Action item = Count the lines below that contain the word "bold", and give only that number.

Records contained in a dataset
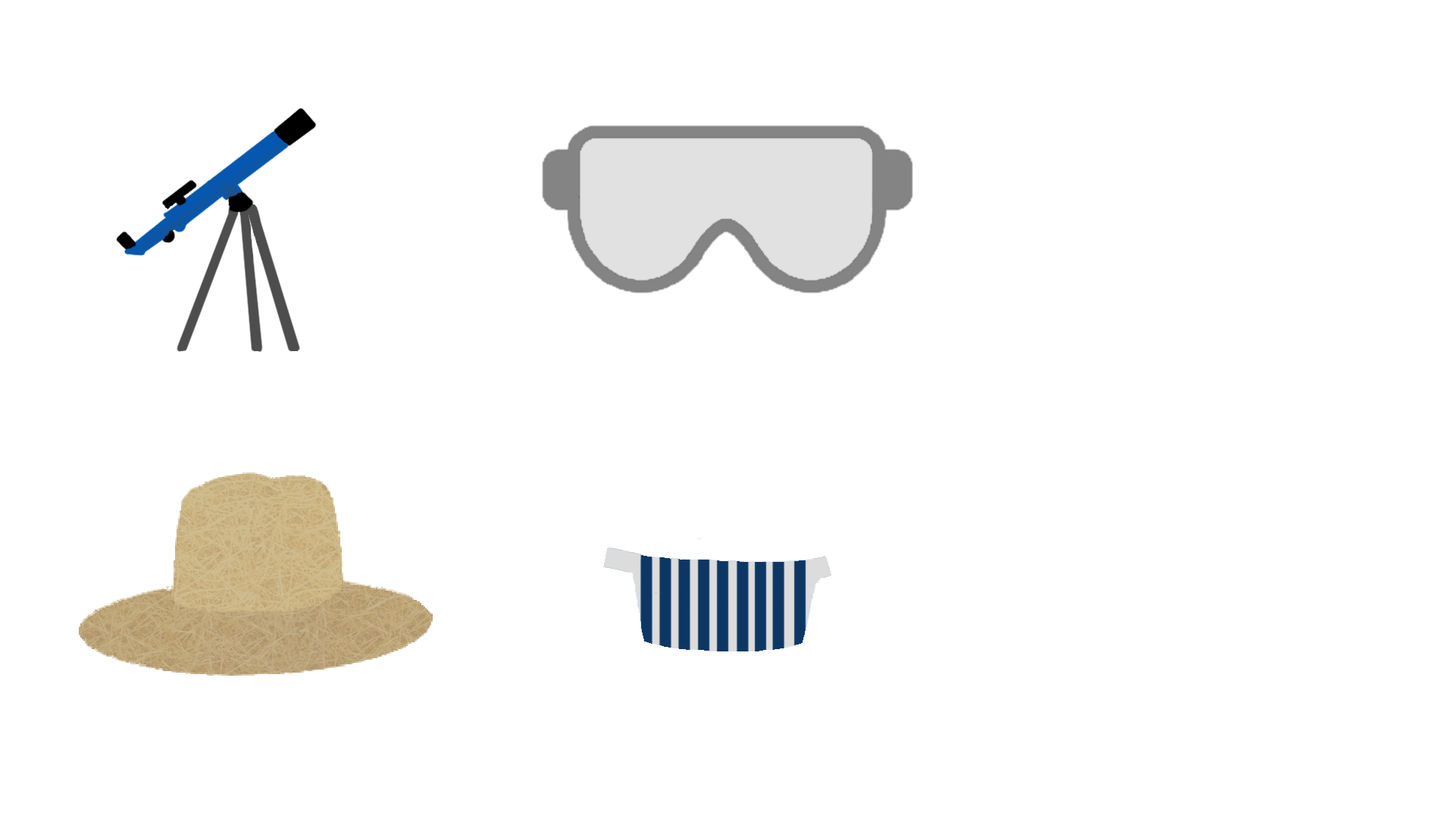
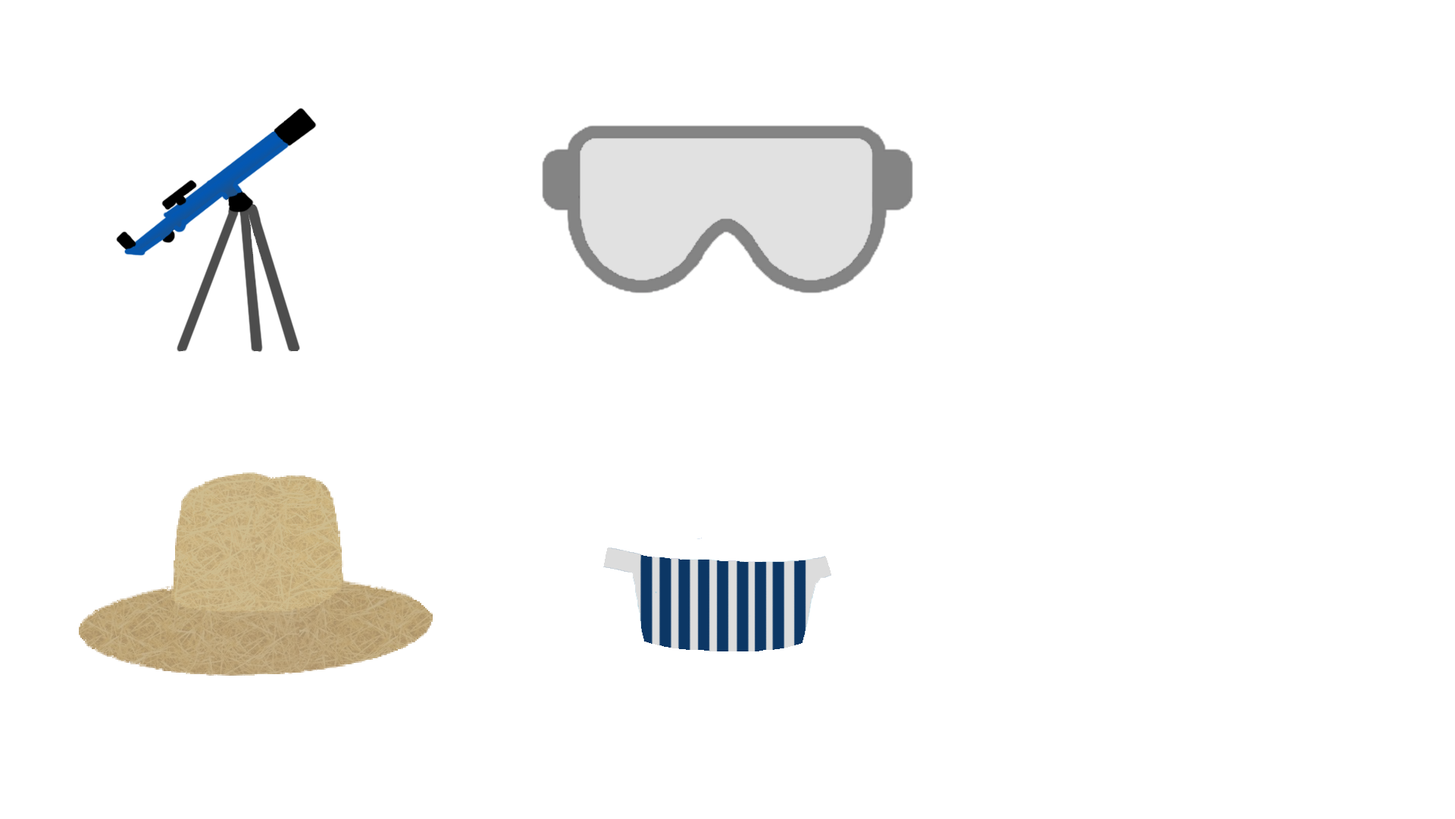
Layered file, before and after one edit (1455×819). Changes by layer:
painted on "Layer 7" over [159, 200, 177, 240]
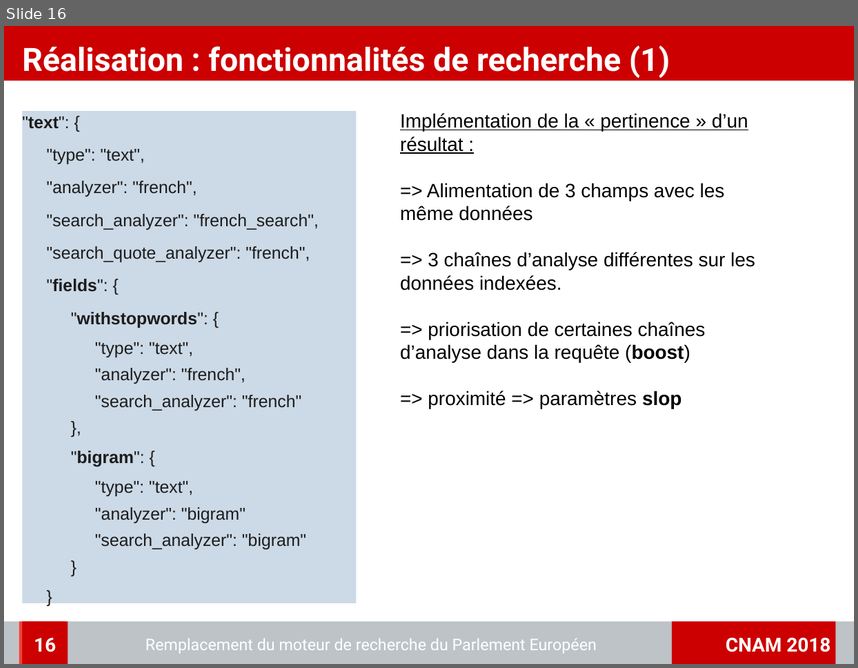
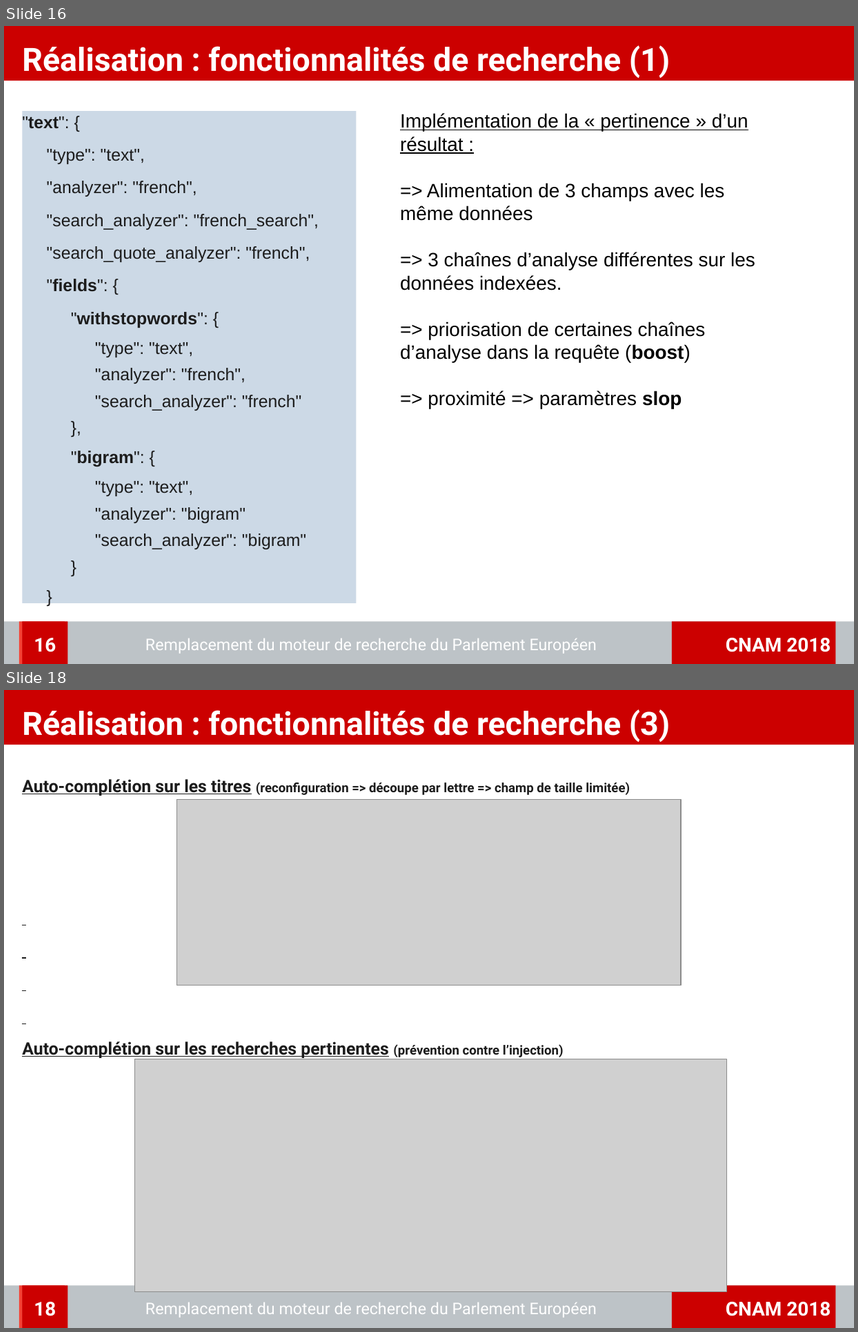
Before and after one commit to charleshuber/4tfront, a slide deck: memoire/presentation/memoire_presentation.odp. Shown one above the other, each under a label of ours: slide 16 before the commit, slides 16 and 18 after it; the slides between them are not shown. The pictures are 858x668 and 858x1332 pixels, drawn with LibreOffice and Linux fonts; fonts in the diff are those of the drawing; grey boxes stand for pictures; background and template pictures are left out. Boxes give left, top, right and bottom in pixels: in the first picture for what was removed or moved away, otherwise in the second. Text is boxed around its words. In the diff, an @@ line names an element or a change of style, - is before the commit and + after.

```diff
--- a/memoire/presentation/memoire_presentation.odp
+++ b/memoire/presentation/memoire_presentation.odp
@@ slide 18 added at [4,690,854,1328], background picture (left out); not listed: 4 template elements that a slide beside it also shows @@
@@ title added at [22,709,670,742], 30 pt, text #FFFFFF, bold @@
+Réalisation : fonctionnalités de recherche (3)
@@ text added at [22,779,630,1058], 12 pt, text #1C1C1C, bold @@
+Auto-complétion sur les titres (reconfiguration => découpe par lettre => champ de taille limitée)
+Auto-complétion sur les recherches pertinentes (prévention contre l’injection)
@@ picture added at [176,800,682,985] @@
@@ picture added at [134,1058,727,1291] @@
@@ page number added at [23,1285,68,1328], fill #CC0000, 18 pt, text #FFFFFF, bold @@
+18
@@ text added at [145,1302,597,1317], 15 pt, text #FFFFFF @@
+Remplacement du moteur de recherche du Parlement Européen
```
Also in this commit, not shown: 8 slides changed, 5 other files.

Solved problem = 3